6. En second lieu, si les faits qui sont reprochés à M. A… et qui ont donné lieu aux condamnations mentionnées au point 3 ci-dessus ne sont pas contestés par le requérant et figurent sur le bulletin numéro 2 de son casier judiciaire, tel que cela ressort des pièces produites par le ministre, ils ont été respectivement commis dix-neuf ans et dix-sept ans avant la date de la décision attaquée. Par ailleurs, il ne ressort pas des pièces du dossier et n’est pas allégué que M. A… aurait commis d’autres infractions depuis le 21 mai 2005, le requérant soutenant par ailleurs qu’il n’en a commis aucune depuis cette date. Par suite, M. A… est fondé à soutenir qu’en retenant, pour rejeter sa demande de naturalisation, le motif tiré de l’accomplissement des faits de vol en réunion, de recel de bien et de conduite sans permis qui, s’ils sont empreints de gravité, sont particulièrement anciens et isolés, le ministre de l’intérieur a, dans les circonstances particulières de l’espèce, entaché la décision attaquée d’une erreur manifeste d’appréciation.
7. Il résulte de tout ce qui précède que M. A… est fondé à demander l’annulation de la décision du 22 août 2022 par laquelle le ministre de l’intérieur a rejeté sa demande d’acquisition de la nationalité française.
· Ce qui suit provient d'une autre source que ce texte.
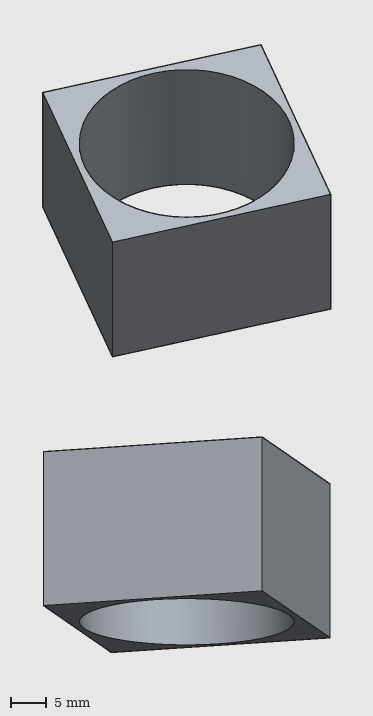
import cadquery as cq

side = 32.0
height = 22.0
bore_diameter = 30.0

block = cq.Workplane("XY").box(side, side, height)
result = block.faces(">Z").workplane().hole(bore_diameter)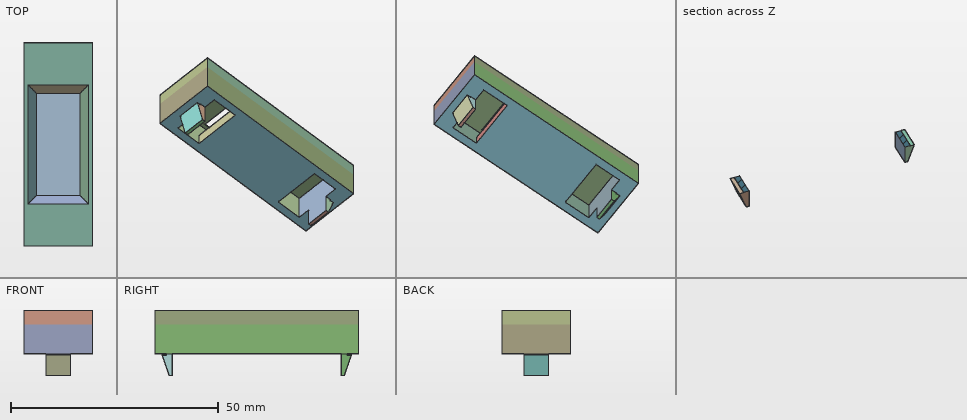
import cadquery as cq

WIDTH = 16.5
LENGTH = 49.0
BODY_HEIGHT = 7.0
LID_HEIGHT = 3.5

WINDOW_WIDTH = 10.5
WINDOW_LENGTH = 24.6
WINDOW_FLARE = 2.0

HOOK_WIDTH = 6.0
HOOK_HEIGHT = 5.2
HOOK_INNER_Y = 20.3
HOOK_ROOT = 1.5
HOOK_REACH = 2.5
HOOK_TIP = 0.8
LIP_GAP = 0.3

SIDE_WALL = 2.0
CAVITY_WIDTH = WIDTH - 2 * SIDE_WALL
CAVITY_LENGTH = 2 * HOOK_INNER_Y

FLOOR_THICKNESS = 3.0
FLOOR_MARGIN = (CAVITY_WIDTH - WINDOW_WIDTH) / 2
FLOOR_LENGTH = WINDOW_LENGTH + 2 * FLOOR_MARGIN


def block(width, length, height):
    """Box centred in X and Y, standing on Z = 0."""
    return cq.Workplane("XY").box(width, length, height, centered=(True, True, False))


def make_body():
    """Hollow frame with a floor that leaves an opening at each end."""
    frame = block(WIDTH, LENGTH, BODY_HEIGHT).cut(block(CAVITY_WIDTH, CAVITY_LENGTH, BODY_HEIGHT))
    return frame.union(block(CAVITY_WIDTH, FLOOR_LENGTH, FLOOR_THICKNESS))


def make_lid():
    """Cover plate with the flared window."""
    window = (
        cq.Workplane("XY")
        .rect(WINDOW_WIDTH, WINDOW_LENGTH)
        .workplane(offset=LID_HEIGHT)
        .rect(WINDOW_WIDTH + 2 * WINDOW_FLARE, WINDOW_LENGTH + 2 * WINDOW_FLARE)
        .loft(combine=True, ruled=True)
    )
    return block(WIDTH, LENGTH, LID_HEIGHT).cut(window).translate((0, 0, BODY_HEIGHT))


def make_hook(side):
    """Snap hook at the +Y end (side = 1) or the -Y end (side = -1), lip facing outwards."""
    profile = [
        (HOOK_INNER_Y, 0),
        (HOOK_INNER_Y + HOOK_ROOT, 0),
        (HOOK_INNER_Y + HOOK_ROOT, -LIP_GAP),
        (HOOK_INNER_Y + HOOK_REACH, -LIP_GAP),
        (HOOK_INNER_Y + HOOK_TIP, -HOOK_HEIGHT),
        (HOOK_INNER_Y, -HOOK_HEIGHT),
    ]
    outline = [(side * y, z) for y, z in profile]
    return cq.Workplane("YZ").polyline(outline).close().extrude(HOOK_WIDTH / 2, both=True)


result = make_body()
for end in (1, -1):
    result = result.union(make_hook(end))

result = result.union(make_lid(), clean=False)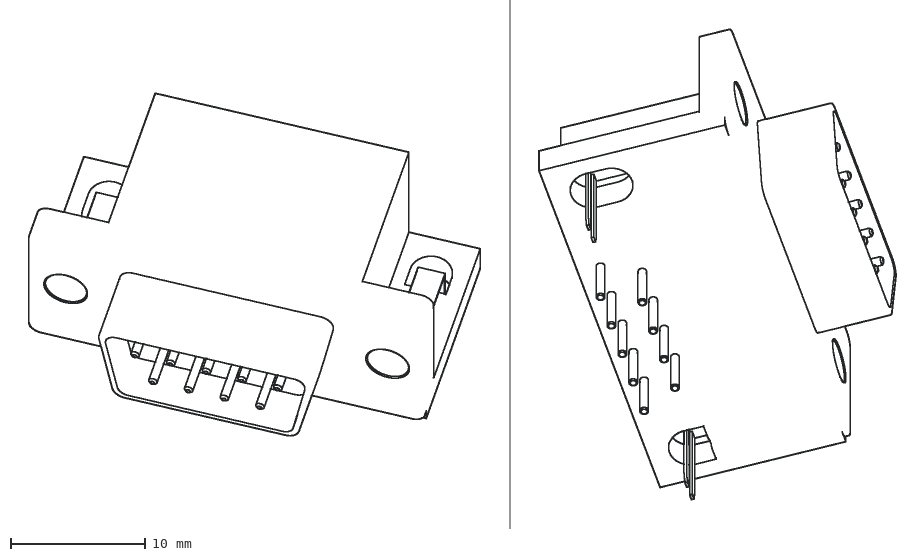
import cadquery as cq
import math


width = 30.8
height = 12.5
depth = 14.88
flange_depth = 2.37
base_height = 2.5
block_width = 19.7
corner_radius = 1.0

plate_thickness = 0.37
plate_edge_fillet = 0.1

hole_x = 12.5
hole_z = 6.25
hole_diameter = 3.2
hole_chamfer = 0.1

shell_width = 16.6
shell_height = 7.85
shell_length = 5.75
shell_wall = 0.5
shell_radius = 1.05
cavity_radius = 0.85
shell_side_angle = 10.0
shell_edge_fillet = 0.12
cavity_depth = 3.55

pin_diameter = 0.65
pin_tip_chamfer = 0.15
pin_recess = 0.2
pin_pitch = 2.77
row_gap = 2.83
tail_length = 3.88
tail_tip_chamfer = 0.1
back_tail_y = 13.1

slot_width = hole_diameter
slot_back_center_y = 11.65
slot_front_center_y = 10.1

lock_ring_diameter = 4.0
lock_width = 2.1
lock_upright_thickness = 0.28
lock_sheet_thickness = 0.2
lock_back_y = 11.8
lock_top_z = 4.55
lock_leg_length = 5.4
lock_leg_gap = 0.75
lock_tip_inset = 0.22
lock_tip_height = 0.92


def box(x0, x1, y0, y1, z0, z1):
    """Box given by its limits along each axis."""
    return cq.Workplane("XY").box(x1 - x0, y1 - y0, z1 - z0, centered=False).translate((x0, y0, z0))


def cylinder_along_y(x, z, diameter, y0, y1):
    """Cylinder running from y0 to y1."""
    return (
        cq.Workplane("XZ", origin=(x, y0, z))
        .circle(diameter / 2)
        .extrude(y0 - y1)
    )


def d_prism(inset, radius, y0, y1):
    """Prism of the D outline, its walls moved inwards by inset."""
    tilt = math.radians(shell_side_angle)
    sharp_offset = shell_radius * (math.tan(math.pi / 4 + tilt / 2) - 1)
    top_half = shell_width / 2 + sharp_offset
    top = hole_z + shell_height / 2 - inset
    bottom = hole_z - shell_height / 2 + inset

    def half_width(z):
        drop = hole_z + shell_height / 2 - z
        return top_half - drop * math.tan(tilt) - inset / math.cos(tilt)

    outline = [
        (-half_width(top), top),
        (half_width(top), top),
        (half_width(bottom), bottom),
        (-half_width(bottom), bottom),
    ]
    return (
        cq.Workplane("XZ", origin=(0, y1, 0))
        .polyline(outline)
        .close()
        .extrude(y1 - y0)
        .edges("|Y")
        .fillet(radius)
    )


def make_housing():
    half = width / 2
    base = box(-half, half, flange_depth, depth, 0, base_height)
    block = box(-block_width / 2, block_width / 2, flange_depth, depth, 0, height)
    flange = box(-half, half, plate_thickness, flange_depth, 0, height)
    flange = flange.edges("|Y and >Z").fillet(corner_radius)
    plate = box(-half, half, 0, plate_thickness, 0, height)
    plate = plate.edges("|Y").fillet(corner_radius)
    plate = plate.faces("<Y").edges().fillet(plate_edge_fillet)
    return flange.union(plate).union(base).union(block)


def make_slot(x, rounded_front):
    """Cutter for a slot with a rounded back end and a round or square front end."""
    radius = slot_width / 2
    slot = box(x - radius, x + radius, slot_front_center_y, slot_back_center_y, 0, base_height)
    end_centers = [(x, slot_back_center_y)]
    if rounded_front:
        end_centers.append((x, slot_front_center_y))
    ends = cq.Workplane("XY").pushPoints(end_centers).circle(radius).extrude(base_height)
    return slot.union(ends)


def make_screw_hole(x):
    """Cutter for a screw hole with a chamfered front edge, through flange and lock ring."""
    hole = cylinder_along_y(x, hole_z, hole_diameter, 0, flange_depth + lock_sheet_thickness)
    radius = hole_diameter / 2
    mouth = cq.Solid.makeCone(
        radius + hole_chamfer, radius, hole_chamfer,
        pnt=cq.Vector(x, 0, hole_z), dir=cq.Vector(0, 1, 0),
    )
    return hole.union(mouth)


def make_shell():
    shell = d_prism(0, shell_radius, -shell_length, plate_thickness)
    return shell.faces("<Y").edges().fillet(shell_edge_fillet)


def make_contact(x, z, tail_y):
    """Pin along Y that turns down into a tail along Z."""
    pin = cylinder_along_y(x, z, pin_diameter, pin_recess - shell_length, tail_y)
    pin = pin.faces("<Y").chamfer(pin_tip_chamfer)
    tail = (
        cq.Workplane("XY", origin=(x, tail_y, -tail_length))
        .circle(pin_diameter / 2)
        .extrude(tail_length + z)
        .faces("<Z")
        .chamfer(tail_tip_chamfer)
    )
    return pin.union(tail)


def make_board_lock(x):
    """Ring behind the flange, strap along the base and forked leg through the slot."""
    half = lock_width / 2
    strap_top = base_height + lock_sheet_thickness
    ring_back_y = flange_depth + lock_sheet_thickness
    upright_back_y = flange_depth + lock_upright_thickness
    ring = cylinder_along_y(x, hole_z, lock_ring_diameter, flange_depth, ring_back_y)
    upright = box(x - half, x + half, flange_depth, upright_back_y, base_height, lock_top_z)
    strap = box(x - half, x + half, flange_depth, lock_back_y, base_height, strap_top)
    leg_outline = [
        (x - half, strap_top),
        (x + half, strap_top),
        (x + half, lock_tip_height - lock_leg_length),
        (x + half - lock_tip_inset, -lock_leg_length),
        (x - half + lock_tip_inset, -lock_leg_length),
        (x - half, lock_tip_height - lock_leg_length),
    ]
    leg = (
        cq.Workplane("XZ", origin=(0, lock_back_y, 0))
        .polyline(leg_outline)
        .close()
        .extrude(lock_sheet_thickness)
    )
    slit = box(
        x - lock_leg_gap / 2, x + lock_leg_gap / 2,
        lock_back_y - lock_sheet_thickness, lock_back_y,
        -lock_leg_length, base_height,
    )
    return ring.union(upright).union(strap).union(leg.cut(slit))


result = make_housing().union(make_shell())
result = result.cut(d_prism(shell_wall, cavity_radius, -shell_length, cavity_depth - shell_length))

for side in (-1, 1):
    result = result.cut(make_slot(side * hole_x, rounded_front=side < 0))
    result = result.union(make_board_lock(side * hole_x))
    result = result.cut(make_screw_hole(side * hole_x))

contact_rows = [
    (5, hole_z + row_gap / 2, back_tail_y),
    (4, hole_z - row_gap / 2, back_tail_y - row_gap),
]
for count, row_z, row_tail_y in contact_rows:
    for index in range(count):
        pin_x = (index - (count - 1) / 2) * pin_pitch
        result = result.union(make_contact(pin_x, row_z, row_tail_y))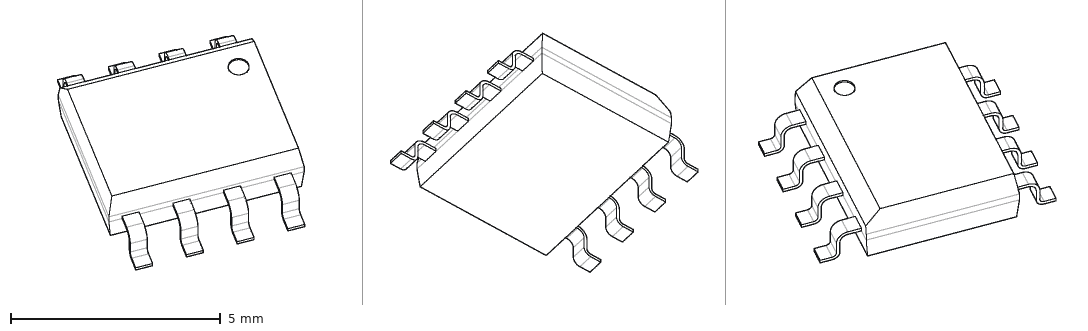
import cadquery as cq

overall_span = 6.0
overall_height = 1.55

body_width = 3.9
body_length = 4.9
body_bottom_z = 0.11
band_bottom_z = 0.72
band_top_z = 0.92
top_inset = 0.11
bottom_inset = 0.055
pin_side_chamfer = 0.39

mark_diameter = 0.5
mark_depth = 0.05
mark_from_pin_side = 1.0
mark_from_end = 0.7

leads_per_side = 4
lead_pitch = 1.27
lead_width = 0.425
lead_thickness = 0.09
lead_rise_inset = 0.415
shoulder_inner_radius = 0.2
foot_inner_radius = 0.11
lead_embed = 0.12

shoulder_outer_radius = shoulder_inner_radius + lead_thickness
foot_outer_radius = foot_inner_radius + lead_thickness


def frustum(start_z, end_z, left_inset, side_inset):
    """Body section tapering from the full band size at start_z to an inset rectangle at end_z."""
    end_width = body_width - left_inset - side_inset
    end_length = body_length - 2 * side_inset
    end_center_x = (left_inset - side_inset) / 2
    return (
        cq.Workplane("XY", origin=(0, 0, start_z))
        .rect(body_width, body_length)
        .workplane(offset=end_z - start_z)
        .center(end_center_x, 0)
        .rect(end_width, end_length)
        .loft(ruled=True)
    )


def make_body():
    """Straight band with a tapered lower part and a tapered upper part whose -X face is upright."""
    band = cq.Workplane("XY", origin=(0, 0, band_bottom_z)).box(
        body_width, body_length, band_top_z - band_bottom_z, centered=(True, True, False)
    )
    lower = frustum(band_bottom_z, body_bottom_z, bottom_inset, bottom_inset)
    upper = frustum(band_top_z, overall_height, 0, top_inset)
    body = band.union(lower).union(upper)
    return body.faces(">Z").edges("<X").chamfer(pin_side_chamfer)


def make_pin_mark():
    """Shallow round recess in the top face beside pin 1."""
    mark_x = mark_from_pin_side - body_width / 2
    mark_y = body_length / 2 - mark_from_end
    return (
        cq.Workplane("XY", origin=(mark_x, mark_y, overall_height - mark_depth))
        .circle(mark_diameter / 2)
        .extrude(mark_depth)
    )


def make_lead():
    """Gull-wing lead on the -X side, centred on Y = 0."""
    tip_x = -overall_span / 2
    outer_x = tip_x + lead_rise_inset
    inner_x = outer_x + lead_thickness
    root_x = -body_width / 2 + lead_embed
    shoulder_bottom_z = band_bottom_z
    shoulder_top_z = shoulder_bottom_z + lead_thickness
    foot_bend_x = outer_x - foot_inner_radius
    foot_bend_z = foot_outer_radius
    shoulder_bend_x = inner_x + shoulder_inner_radius
    shoulder_bend_z = shoulder_bottom_z - shoulder_inner_radius
    return (
        cq.Workplane("XZ", origin=(0, lead_width / 2, 0))
        .moveTo(tip_x, 0)
        .lineTo(foot_bend_x, 0)
        .radiusArc((inner_x, foot_bend_z), -foot_outer_radius)
        .lineTo(inner_x, shoulder_bend_z)
        .radiusArc((shoulder_bend_x, shoulder_bottom_z), shoulder_inner_radius)
        .lineTo(root_x, shoulder_bottom_z)
        .lineTo(root_x, shoulder_top_z)
        .lineTo(shoulder_bend_x, shoulder_top_z)
        .radiusArc((outer_x, shoulder_bend_z), -shoulder_outer_radius)
        .lineTo(outer_x, foot_bend_z)
        .radiusArc((foot_bend_x, lead_thickness), foot_inner_radius)
        .lineTo(tip_x, lead_thickness)
        .close()
        .extrude(lead_width)
    )


result = make_body().cut(make_pin_mark())

left_lead = make_lead()
right_lead = left_lead.mirror("YZ")
first_lead_y = -lead_pitch * (leads_per_side - 1) / 2
for index in range(leads_per_side):
    offset = (0, first_lead_y + index * lead_pitch, 0)
    result = result.union(left_lead.translate(offset))
    result = result.union(right_lead.translate(offset))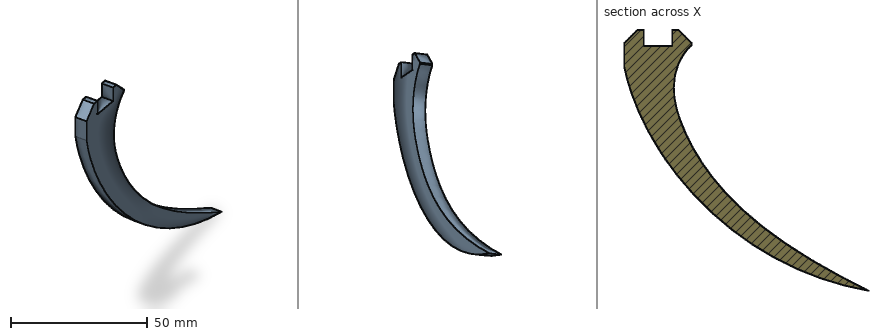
import cadquery as cq

thickness = 5.0
length = 90.0
height = 96.0

head_width = 25.0
head_chamfer = 5.0
front_land = 0.6
notch_width = 10.4
notch_depth = 6.0
back_edge_bottom = 82.6

notch_center = head_width / 2
shoulder_z = height - head_chamfer
tip = (length, 0)
back_edge_end = (0, back_edge_bottom)
inner_start = (head_width, shoulder_z - front_land)

outer_controls = [(6.7, 49.3), (40.1, 8.6)]

inner_points = [(20.2, 83.8), (18.3, 74.9), (22.0, 59.5), (32.2, 42.2), (53.9, 21.4)]


def make_blade():
    """Extrude the claw outline; the two curved edges meet at a sharp tip."""
    return (
        cq.Workplane("YZ", origin=(-thickness / 2, 0, 0))
        .moveTo(*back_edge_end)
        .lineTo(0, shoulder_z)
        .lineTo(head_chamfer, height)
        .lineTo(head_width - head_chamfer, height)
        .lineTo(head_width, shoulder_z)
        .lineTo(*inner_start)
        .spline([*inner_points, tip], includeCurrent=True)
        .bezier([tip, *reversed(outer_controls), back_edge_end])
        .close()
        .extrude(thickness)
    )


def make_notch():
    """Rectangular notch open at the top of the head."""
    return (
        cq.Workplane("XY")
        .box(thickness, notch_width, notch_depth)
        .translate((0, notch_center, height - notch_depth / 2))
    )


result = make_blade().cut(make_notch())

Sur les conclusions à fin d’injonction :
8. Le présent jugement implique nécessairement qu’il soit de nouveau statué sur la demande de naturalisation de M. A…. Par suite, il y a lieu d’enjoindre au ministre de l’intérieur de procéder à ce réexamen dans le délai de six mois suivant la notification du présent jugement, sans qu’il soit besoin d’assortir cette injonction d’une astreinte.
Sur les frais liés au litige :
9. Il y a lieu, dans les circonstances de l’espèce, de mettre à la charge de l’Etat le versement à M. A…, de la somme de 1 200 euros en application des dispositions de l’article L.761-1 du code de justice administrative.
D E C I D E :
Article 1er : La décision du 22 août 2022 par laquelle le ministre de l’intérieur a rejeté la demande de naturalisation de M. A… est annulée.
Article 2 : Il est enjoint au ministre de l’intérieur de procéder au réexamen de la demande de naturalisation de M. A… dans un délai de six mois à compter de la notification du présent jugement.
Article 3 : L’Etat versera la somme de 1 200 euros à M. A… en application de l’article L. 761-1 du code de justice administrative.
Article 4 : Le surplus des conclusions de la requête est rejeté.
Article 5 : Le présent jugement sera notifié à M. B… A… et au ministre de l’intérieur.
Copie en sera adressée à Me Rodrigues-Devesas.
Délibéré après l’audience du 5 février 2026 à laquelle siégeaient :
Mme Béria-Guillaumie, présidente,
Mme Gibson-Théry première conseillère,
Mme Baufumé, première conseillère.
Rendu public par mise à disposition au greffe le 5 mars 2026.
La rapporteure,
A. Baufumé
La présidente,
M. Béria-Guillaumie
Le greffier,
P. Vosseler
La République mande et ordonne au ministre de l’intérieur en ce qui le concerne ou à tous commissaires de justice à ce requis en ce qui concerne les voies de droit commun contre les parties privées, de pourvoir à l’exécution de la présente décision.